● Task statement
In your copy, leave out all pictures and reproduce every entry exactly.

++++ Information given ++++

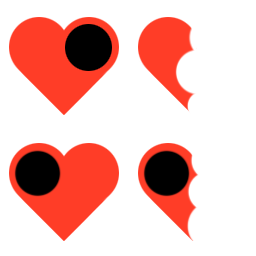
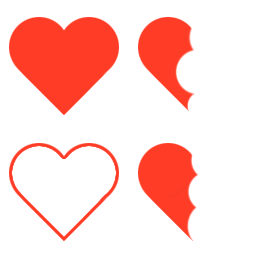
Comparing the layer stacks of the two (256, 256) images. Changes:
painted on "Heart_Full Alt copy" over (143, 149, 190, 197)
painted on "Heart_Full Alt", masked it over (11, 145, 117, 237)
painted on "Heart_Full" over (65, 24, 112, 71)
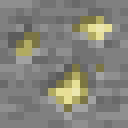
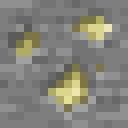
Revision of a layered (128, 128) image; what changed, layer by layer:
painted on "surphur_ore_alt" over [56, 24, 112, 96]
showed group "stone" (6 layers) over [56, 24, 112, 96]

++++

● Output of the exercise
Comparing the layer stacks of the two (256, 256) images. Changes:
painted on "Heart_Full Alt copy" over (143, 149, 190, 197)
painted on "Heart_Full Alt", masked it over (11, 145, 117, 237)
painted on "Heart_Full" over (65, 24, 112, 71)
Revision of a layered (128, 128) image; what changed, layer by layer:
painted on "surphur_ore_alt" over [56, 24, 112, 96]
showed group "stone" (6 layers) over [56, 24, 112, 96]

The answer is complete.